Problem to work on » Please work out how many of the lines below include "parent". Only the number should be given.

Record excerpts »
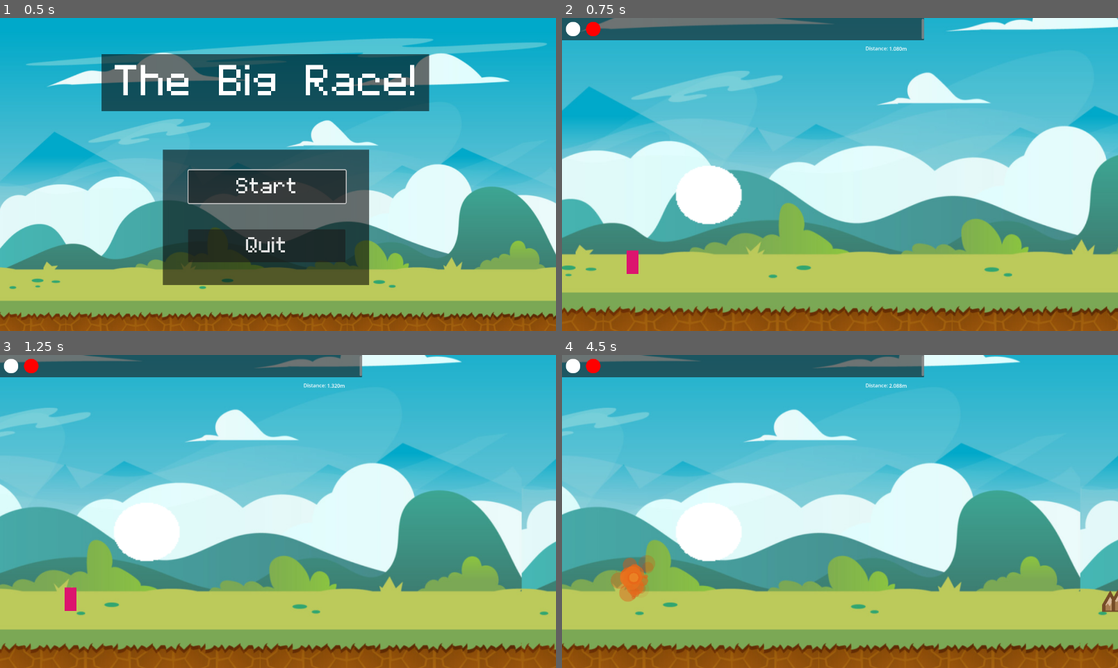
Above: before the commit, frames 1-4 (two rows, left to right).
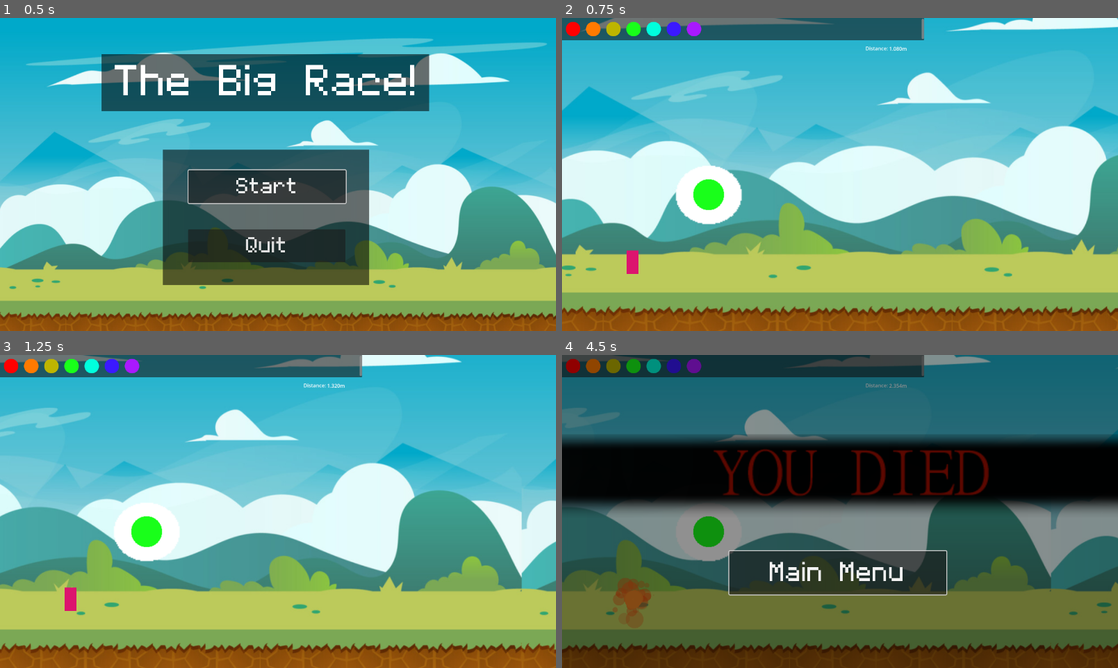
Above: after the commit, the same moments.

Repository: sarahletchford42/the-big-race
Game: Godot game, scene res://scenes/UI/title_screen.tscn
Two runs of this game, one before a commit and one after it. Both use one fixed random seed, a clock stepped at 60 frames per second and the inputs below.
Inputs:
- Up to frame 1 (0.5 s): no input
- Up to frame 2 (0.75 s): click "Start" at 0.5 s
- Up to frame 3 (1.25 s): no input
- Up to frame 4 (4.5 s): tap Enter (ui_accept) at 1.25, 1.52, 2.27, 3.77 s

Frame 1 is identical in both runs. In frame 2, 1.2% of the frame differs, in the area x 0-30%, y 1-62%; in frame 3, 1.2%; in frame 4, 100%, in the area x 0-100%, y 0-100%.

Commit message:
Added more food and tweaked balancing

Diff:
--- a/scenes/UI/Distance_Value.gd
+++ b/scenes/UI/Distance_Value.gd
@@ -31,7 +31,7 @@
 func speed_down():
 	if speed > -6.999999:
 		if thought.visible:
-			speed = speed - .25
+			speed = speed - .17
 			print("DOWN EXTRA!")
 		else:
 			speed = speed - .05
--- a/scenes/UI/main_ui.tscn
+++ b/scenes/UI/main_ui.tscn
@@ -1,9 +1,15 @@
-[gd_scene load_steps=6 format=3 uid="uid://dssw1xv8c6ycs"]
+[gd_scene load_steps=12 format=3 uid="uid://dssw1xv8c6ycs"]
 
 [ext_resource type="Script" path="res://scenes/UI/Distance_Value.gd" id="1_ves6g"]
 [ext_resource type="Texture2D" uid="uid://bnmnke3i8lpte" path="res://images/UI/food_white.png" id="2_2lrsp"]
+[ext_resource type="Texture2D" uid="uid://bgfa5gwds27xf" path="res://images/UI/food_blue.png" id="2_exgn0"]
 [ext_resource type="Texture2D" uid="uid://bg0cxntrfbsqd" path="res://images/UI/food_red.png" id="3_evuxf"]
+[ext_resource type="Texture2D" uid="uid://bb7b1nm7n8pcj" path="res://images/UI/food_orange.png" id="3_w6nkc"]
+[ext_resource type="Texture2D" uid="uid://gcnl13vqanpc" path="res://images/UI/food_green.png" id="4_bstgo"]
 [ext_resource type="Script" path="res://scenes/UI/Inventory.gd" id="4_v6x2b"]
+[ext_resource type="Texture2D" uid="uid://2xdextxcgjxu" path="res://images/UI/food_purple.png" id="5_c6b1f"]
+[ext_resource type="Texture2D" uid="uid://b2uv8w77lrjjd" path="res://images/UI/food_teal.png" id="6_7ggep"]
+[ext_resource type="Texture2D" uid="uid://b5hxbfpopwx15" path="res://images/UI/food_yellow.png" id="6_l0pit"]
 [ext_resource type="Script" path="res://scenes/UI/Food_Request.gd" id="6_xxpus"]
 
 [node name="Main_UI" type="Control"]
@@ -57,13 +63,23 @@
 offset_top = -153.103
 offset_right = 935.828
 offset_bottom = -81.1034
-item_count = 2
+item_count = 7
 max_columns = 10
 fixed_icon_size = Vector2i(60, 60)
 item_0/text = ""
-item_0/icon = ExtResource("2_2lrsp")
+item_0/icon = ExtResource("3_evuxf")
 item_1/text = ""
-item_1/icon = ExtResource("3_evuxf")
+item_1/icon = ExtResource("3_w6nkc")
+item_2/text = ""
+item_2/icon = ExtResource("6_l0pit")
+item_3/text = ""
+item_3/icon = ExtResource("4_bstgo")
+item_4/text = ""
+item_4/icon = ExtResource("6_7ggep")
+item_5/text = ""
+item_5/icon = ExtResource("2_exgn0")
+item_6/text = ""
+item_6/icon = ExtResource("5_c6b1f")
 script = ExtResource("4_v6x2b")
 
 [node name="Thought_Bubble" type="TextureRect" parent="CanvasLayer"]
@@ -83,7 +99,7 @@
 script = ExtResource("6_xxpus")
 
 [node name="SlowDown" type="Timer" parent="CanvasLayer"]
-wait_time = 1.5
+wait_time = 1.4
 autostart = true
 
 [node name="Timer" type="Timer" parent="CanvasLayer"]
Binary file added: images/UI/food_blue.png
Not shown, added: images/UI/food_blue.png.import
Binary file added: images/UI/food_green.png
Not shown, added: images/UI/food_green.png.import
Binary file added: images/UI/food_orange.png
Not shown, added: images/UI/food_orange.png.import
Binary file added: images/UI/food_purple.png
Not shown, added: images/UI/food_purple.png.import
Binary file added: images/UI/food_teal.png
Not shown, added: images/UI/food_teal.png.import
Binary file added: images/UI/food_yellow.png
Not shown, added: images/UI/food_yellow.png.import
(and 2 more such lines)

Answer for the task » 3